Low air flow through the evaporator causes low heat transfer and the evaporator to get too cold. This low temperature is reflected in the gauge pressure. Because the evaporator is not able to remove heat from the passenger cabin, the condenser will also have a lack of heat. The gauge pressures were pointing me straight to the problem, low air flow through the evaporator.
The evaporator case was installed back in the Ranger. When I got around to putting the spring lock fittings together, I had a flashback a few years to the first Ford vehicle I worked on with these fittings. At times, this type of fitting can get a little nasty inside and not seal very well.
If you are working on A/C systems and expecting great results, using the proper tools is a must. A set of cleaning brushes is one of the must have tools for this job. The brushes are made with brass bristles and fit snugly inside of the fitting. A light application of carburetor cleaner to the brush and a few turns of the brush will remove any dirt and light rust inside of the fitting. A new set of the proper size O-ring seals and a nice snug fit of a plastic reinforcement clamp and the fitting will seal. This added touch will ensure that your customer will not be back again because the system is leaking.
I hooked up the vacuum pump and the system pulled to a deep vacuum, the proper amount of oil added and the system charged with new refrigerant, then performance tested. With the engine idling at 1,200 rpm and the blower on high speed, the vent temperature came down to 42°F with the low side pressure reading 28 psi and the high side pressure reading 185.

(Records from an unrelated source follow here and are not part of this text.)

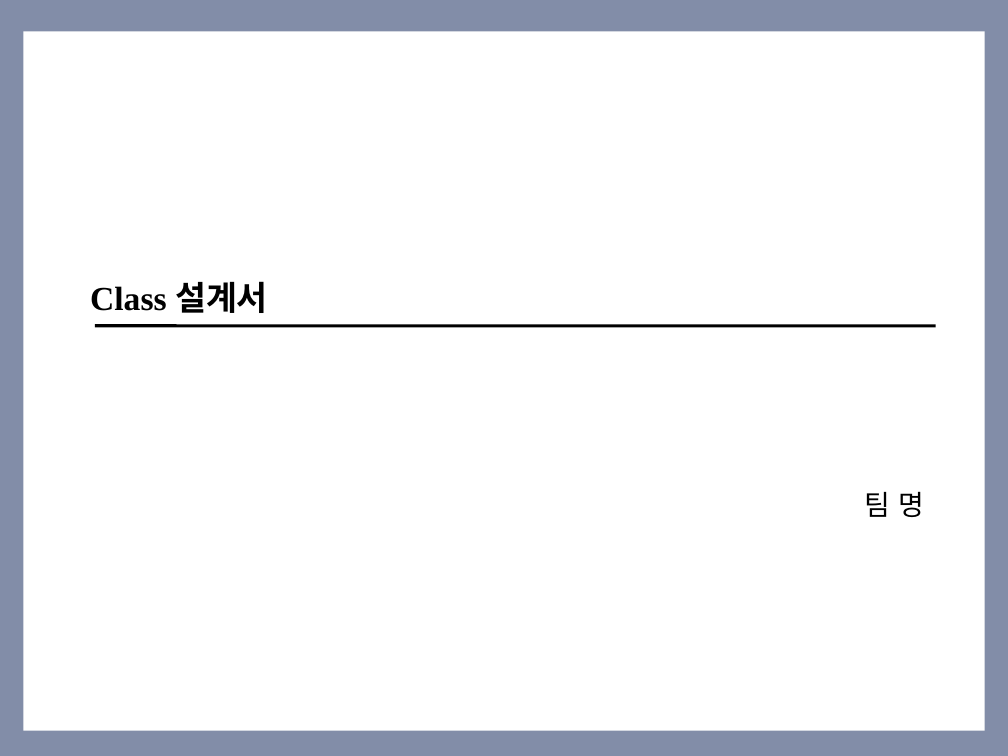
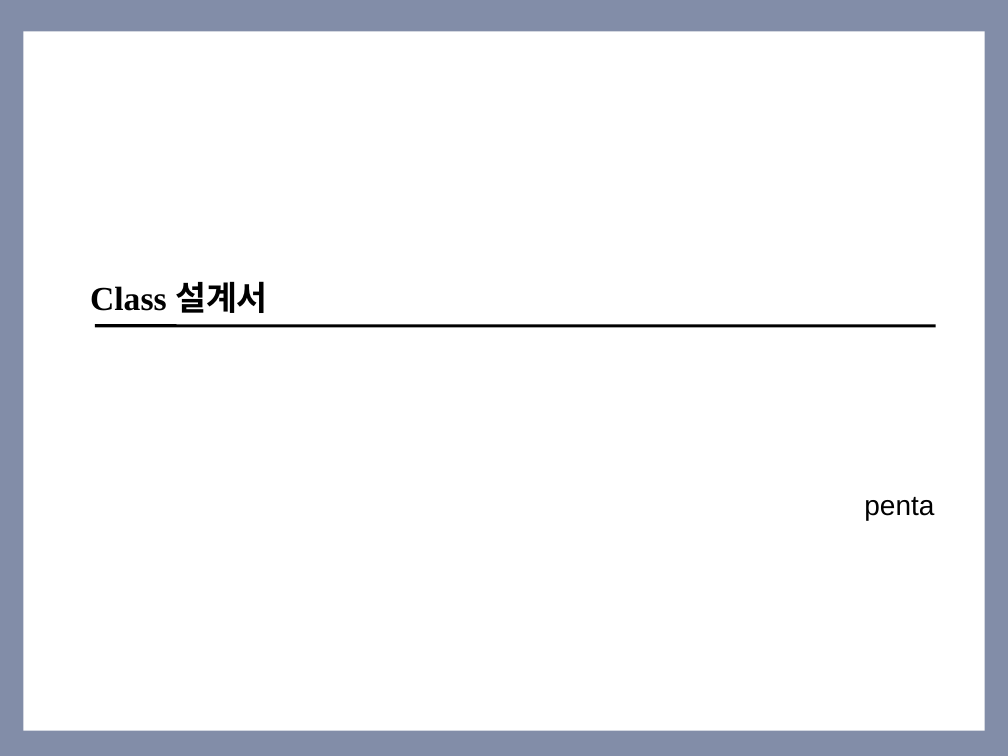
Before and after one commit to SE-admin/SE2017_5_mixharmony, a slide deck: slide 1 of doc/3_ 설계서/Class Design_05_penta.pptx. Drawn at 1008x756 pixels with LibreOffice and Linux fonts; fonts in the diff are those of the drawing. Boxes give left, top, right and bottom in pixels: in the first picture for what was removed or moved away, otherwise in the second. Text is boxed around its words. In the diff, an @@ line names an element or a change of style, - is before the commit and + after.

Commit message:
Class 설계서 V1.1 클래스 상세정보 수정완료

```diff
--- a/doc/3_ 설계서/Class Design_05_penta.pptx
+++ b/doc/3_ 설계서/Class Design_05_penta.pptx
@@ text at [864,497,934,520]: text changed @@
-팀 명
+penta
```
Also in this commit, not shown: 1 other slide changed, 1 slide added, 1 slide removed.

After any A/C repair like this I always like to park the vehicle out in the sun, let it heat soak, then start the engine and see how long it takes to pull the passenger compartment temperature down to 75°F. It is also a good time to go over the A/C connections again with either a leak detection light or an electronic leak detector as a final test.
Albin Moore spent 21 years in logging before opening in 1992 a shop that specializes in drivability problem analysis. He is an ASE CMAT L1 technician with 40 years of analyzing and fixing mechanical and electrical problems.